### PROBLEM
Only one stretch of the data below should be repeated: the lines from the line containing "grip_band_top = 64.4" through the line containing "button_well_radius = 30 / 2", inclusive, exactly as they are.

[Extracted data entries]
* * * * * * * * *
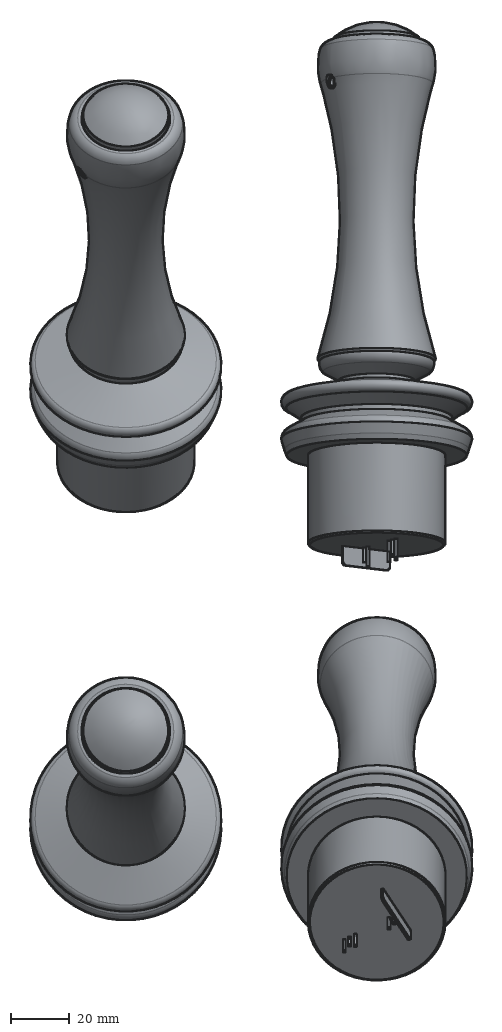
import cadquery as cq


housing_radius = 46.7 / 2
housing_edge = 0.65

flange_bottom = 31.0
flange_foot_radius = 30.6
flange_foot_edge = 32.9
flange_foot_edge_radius = 31.3
flange_radius = 32.5
flange_edge_bottom = 36.6
flange_edge_top = 39.0
flange_top_radius = 31.2
flange_edge_bulge_radius = 32.1
flange_edge_bulge_height = 38.0

lower_groove_radius = 25.7
lower_groove_bottom = 42.2
lower_groove_top = 44.0
fold_radius = 32.5
fold_bottom = 47.3
fold_top = 51.5
fold_edge_radius = 30.8
upper_groove_radius = 12.8
upper_groove_bottom = 55.5
upper_groove_top = 56.9

grip_end_radius = 20.0
grip_skirt_bottom = 59.9
grip_skirt_bottom_radius = 18.2
grip_skirt_bulge_radius = 19.3
grip_skirt_bulge_height = 61.4
grip_band_radius = 19.5
grip_band_bottom = 63.5
grip_band_top = 64.4
waist_radius = 12.5
waist_height = 117.3
head_bottom = 159.4
head_end_radius = 19.1
head_middle = 165.4
head_radius = 20.0
head_edge_height = 171.2
head_edge_radius = 19.3
head_top = 173.6
head_top_radius = 16.3
head_edge_bulge_radius = 18.2
head_edge_bulge_height = 172.7

button_radius = 29.0 / 2
button_rim = 175.1
button_top = 180.4
button_well_radius = 30 / 2
button_well_depth = 1.9

screw_height = 158.2
screw_recess_diameter = 4.7
screw_recess_face = 18.0
screw_socket_diameter = 3.0
screw_socket_depth = 1.5

terminal_root = 1.9
blade_thickness = 0.8
blade_width = 19.1
blade_length = 6.5
blade_corner = 1.0
blade_x = -8.0
blade_y = 1.0
pin_diameter = 1.0
pin_y = -0.8
pins = [
    (-6.4, 5.0),
    (-4.3, 6.8),
    (8.8, 7.3),
    (11.0, 5.0),
    (13.1, 7.3),
]


def make_body():
    """Revolved housing, flange, bellows and grip."""
    flange_edge_bulge = (flange_edge_bulge_radius, flange_edge_bulge_height)
    fold_middle = (fold_bottom + fold_top) / 2
    grip_skirt_bulge = (grip_skirt_bulge_radius, grip_skirt_bulge_height)
    head_edge_bulge = (head_edge_bulge_radius, head_edge_bulge_height)
    profile = (
        cq.Workplane("XZ")
        .moveTo(0, 0)
        .lineTo(housing_radius - housing_edge, 0)
        .lineTo(housing_radius, housing_edge)
        .lineTo(housing_radius, flange_bottom)
        .lineTo(flange_foot_radius, flange_bottom)
        .lineTo(flange_foot_edge_radius, flange_foot_edge)
        .lineTo(flange_radius, flange_edge_bottom)
        .threePointArc(flange_edge_bulge, (flange_top_radius, flange_edge_top))
        .lineTo(lower_groove_radius, lower_groove_bottom)
        .lineTo(lower_groove_radius, lower_groove_top)
        .lineTo(fold_edge_radius, fold_bottom)
        .threePointArc((fold_radius, fold_middle), (fold_edge_radius, fold_top))
        .lineTo(upper_groove_radius, upper_groove_bottom)
        .lineTo(upper_groove_radius, upper_groove_top)
        .lineTo(grip_skirt_bottom_radius, grip_skirt_bottom)
        .threePointArc(grip_skirt_bulge, (grip_band_radius, grip_band_bottom))
        .lineTo(grip_end_radius, grip_band_top)
        .threePointArc((waist_radius, waist_height), (head_end_radius, head_bottom))
        .threePointArc((head_radius, head_middle), (head_edge_radius, head_edge_height))
        .threePointArc(head_edge_bulge, (head_top_radius, head_top))
        .lineTo(0, head_top)
        .close()
    )
    return profile.revolve(360, (0, 0, 0), (0, 1, 0))


def make_button_well():
    """Round pocket in the head that leaves a narrow gap around the button."""
    return (
        cq.Workplane("XY", origin=(0, 0, head_top - button_well_depth))
        .circle(button_well_radius)
        .extrude(button_well_depth)
    )


def make_button():
    """Short cylinder with a spherical dome, standing on the floor of the well."""
    dome_rise = button_top - button_rim
    dome_radius = (button_radius**2 + dome_rise**2) / (2 * dome_rise)
    dome_half_x = button_radius / 2
    dome_half_z = button_top - dome_radius + (dome_radius**2 - dome_half_x**2) ** 0.5
    return (
        cq.Workplane("XZ")
        .moveTo(0, head_top - button_well_depth)
        .lineTo(button_radius, head_top - button_well_depth)
        .lineTo(button_radius, button_rim)
        .threePointArc((dome_half_x, dome_half_z), (0, button_top))
        .close()
        .revolve(360, (0, 0, 0), (0, 1, 0))
    )


def make_screw_recess():
    """Counterbored recess entering the head from the -Y side."""
    recess = (
        cq.Workplane("XZ", origin=(0, -screw_recess_face, screw_height))
        .circle(screw_recess_diameter / 2)
        .extrude(head_radius - screw_recess_face)
    )
    socket = (
        cq.Workplane("XZ", origin=(0, -screw_recess_face, screw_height))
        .circle(screw_socket_diameter / 2)
        .extrude(-screw_socket_depth)
    )
    return recess.union(socket)


def make_blade():
    """Flat terminal with chamfered lower corners."""
    blade_height = blade_length + terminal_root
    return (
        cq.Workplane("XY")
        .box(blade_thickness, blade_width, blade_height, centered=(True, True, False))
        .faces("<Z")
        .edges("|X")
        .chamfer(blade_corner)
        .translate((blade_x, blade_y, -blade_length))
    )


def make_pin(x, length):
    """Round terminal pin rooted in the housing."""
    return (
        cq.Workplane("XY", origin=(x, pin_y, -length))
        .circle(pin_diameter / 2)
        .extrude(length + terminal_root)
    )


result = make_body().cut(make_button_well()).union(make_button())
result = result.cut(make_screw_recess())
result = result.union(make_blade())
for pin_x, pin_length in pins:
    result = result.union(make_pin(pin_x, pin_length))
* * * * * * * * *
### RESPONSE TO THIS TASK
grip_band_top = 64.4
waist_radius = 12.5
waist_height = 117.3
head_bottom = 159.4
head_end_radius = 19.1
head_middle = 165.4
head_radius = 20.0
head_edge_height = 171.2
head_edge_radius = 19.3
head_top = 173.6
head_top_radius = 16.3
head_edge_bulge_radius = 18.2
head_edge_bulge_height = 172.7

button_radius = 29.0 / 2
button_rim = 175.1
button_top = 180.4
button_well_radius = 30 / 2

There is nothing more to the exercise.